Shibata Yuichi, Shiota Arufumi, Mori Nobuaki, Asai Nobuhiro, Hagihara Mao, Mikamo Hiroshige
Department of Infection Prevention and Control, Aichi Medical University Hospital, Nagakute, Aichi, Japan; Department of Pharmacy, Aichi Medical University Hospital, Nagakute, Aichi, Japan.
Department of Infection Prevention and Control, Aichi Medical University Hospital, Nagakute, Aichi, Japan; Department of Clinical Infectious Diseases, Aichi Medical University Hospital, Nagakute, Aichi, Japan.
J Infect Chemother. 2025 Mar;31(3):102582. doi: 10.1016/j.jiac.2024.12.011. Epub 2024 Dec 10.
Thrombocytopenia derived from tedizolid (TZD) has been reported but less frequently than that from linezolid. Only a few reports have investigated the relationship between the efficacy and safety of TZD administration. This study aimed to measure TZD concentration and investigate the relationship between efficacy and safety. The study was conducted at the Aichi Medical University Hospital. All patients administered TZD were included; the serum trough concentration (Cmin) of TZD was measured using LM1010 high-performance liquid chromatography. Efficacy was assessed as clinical and microbiological efficacy. Clinical efficacy was defined as no recurrence and no need for additional treatment until 2 weeks after the end of TZD therapy. Microbiological efficacy was defined as the absence of bacteria during and after TZD therapy. Safety was assessed using thrombocytopenia. Thrombocytopenia was defined as a decrease in platelet count of ≥25 % compared with baseline levels and a minimum count of <10 × 10/μL. Seventeen patients were included. The Cmin in 16 patients was <0.5 μg/mL; one patient had a Cmin of 1.01 μg/mL complicated by hepatic cirrhosis. Clinical and microbiological efficacy was found in >80 % of the patients. Thrombocytopenia occurred in 14.3 % (2/14) of the patients. The Cmin in two patients with thrombocytopenia were 0.14 and 0.28 μg/mL, respectively. The serum concentration of TZD might increase in patients with hepatic cirrhosis; therapeutic drug monitoring may be required. Thrombocytopenia due to TZD could occur regardless of its serum concentration, necessitating monitoring for platelet count.
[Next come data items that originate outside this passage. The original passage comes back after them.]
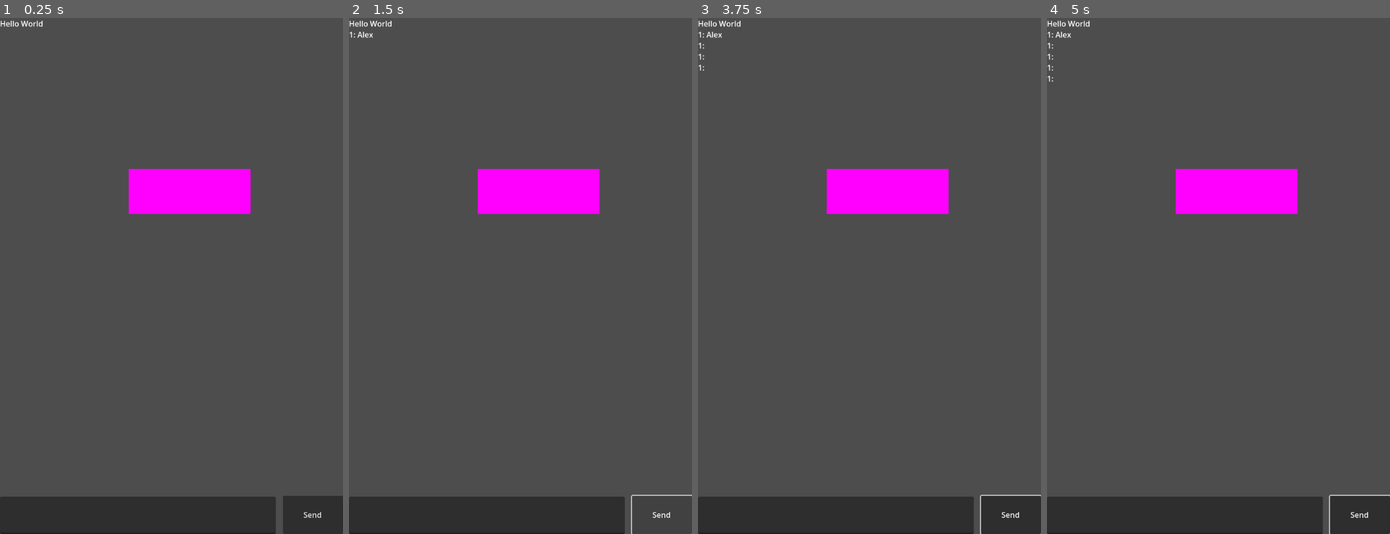
Above: before the commit, frames 1-4 (left to right).
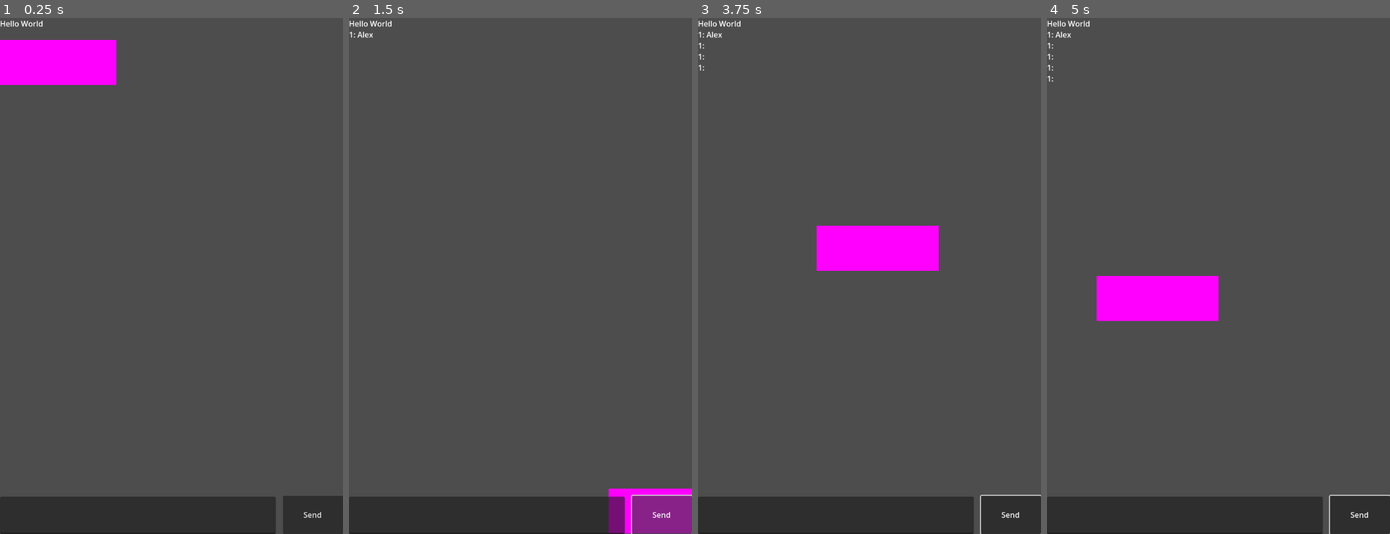
Above: after the commit, the same moments.

Repository: lieuzhenghong/mmo-2024
Game: Godot game, scene res://Main.tscn
Two runs of this game, one before a commit and one after it. Both use one fixed random seed, a clock stepped at 60 frames per second and the inputs below.
Inputs (mouse positions are in pixels of both pictures, inside the frame that each line leads up to):
- Up to frame 1 (0.25 s): no input
- Up to frame 2 (1.5 s): click (486, 513) at 0.52 s; type "Alex" at 0.6 s; click "Send" at 1.25 s
- Up to frame 3 (3.75 s): click "Send" at 2 s; click "Send" at 2.75 s; tap Enter at 3.5 s; move the mouse to (869, 250) at 3.52 s; click (869, 250) at 3.67 s
- Up to frame 4 (5 s): tap Space at 4.25 s; move the mouse to (1149, 301) at 4.27 s; click (1149, 301) at 4.42 s

The runs differ from the first frame. In frame 1, 6.1% of the frame differs, in the area x 0-74%, y 4-38%; in frame 2, 5.2%; in frame 3, 6.2%, in the area x 34-74%, y 29-49%; in frame 4, 6.2%.

Commit message:
move player to mouse position

Diff:
--- /dev/null
+++ b/Game.gd
@@ -0,0 +1,17 @@
+extends Node2D
+var player
+# Called when the node enters the scene tree for the first time.
+func _ready():
+	player = preload("res://Player.tscn").instantiate()
+	add_child(player)
+	player.position = Vector2(100, 100)  # Starting position
+
+# Called every frame. 'delta' is the elapsed time since the previous frame.
+func _process(delta):
+	pass
+
+func _input(event):
+	# Check if the input event is a mouse button press
+	if event is InputEventMouseButton and event.pressed:
+		# Update the target position to the mouse click position
+		player.position = event.position
--- a/Game.tscn
+++ b/Game.tscn
@@ -1,8 +1,6 @@
 [gd_scene load_steps=2 format=3 uid="uid://ugyuj88111c2"]
 
-[ext_resource type="PackedScene" path="res://Player.tscn" id="1_sf7ta"]
+[ext_resource type="Script" path="res://Game.gd" id="1_rxyfr"]
 
-[node name="Main" type="Node2D"]
-
-[node name="Player" parent="." instance=ExtResource("1_sf7ta")]
-position = Vector2(382, 370)
+[node name="Game" type="Node2D"]
+script = ExtResource("1_rxyfr")

已有关于替加环素(TZD)所致血小板减少症的报道,但比利奈唑胺所致的情况少见。仅有少数报告研究了TZD给药的疗效与安全性之间的关系。本研究旨在测定TZD浓度并研究疗效与安全性之间的关系。该研究在爱知医科大学医院进行。纳入所有接受TZD治疗的患者;使用LM1010高效液相色谱法测定TZD的血清谷浓度(Cmin)。疗效评估包括临床疗效和微生物学疗效。临床疗效定义为在TZD治疗结束后2周内无复发且无需额外治疗。微生物学疗效定义为TZD治疗期间及之后无细菌。安全性评估采用血小板减少症。血小板减少症定义为血小板计数较基线水平降低≥25%且最低计数<10×10⁹/μL。共纳入17例患者。16例患者的Cmin<0.5μg/mL;1例患者Cmin为1.01μg/mL,合并肝硬化。超过80%的患者有临床和微生物学疗效。14.3%(2/14)的患者发生血小板减少症。两名血小板减少症患者的Cmin分别为0.14和0.28μg/mL。肝硬化患者的TZD血清浓度可能会升高;可能需要进行治疗药物监测。TZD所致血小板减少症可能与其血清浓度无关,因此有必要监测血小板计数。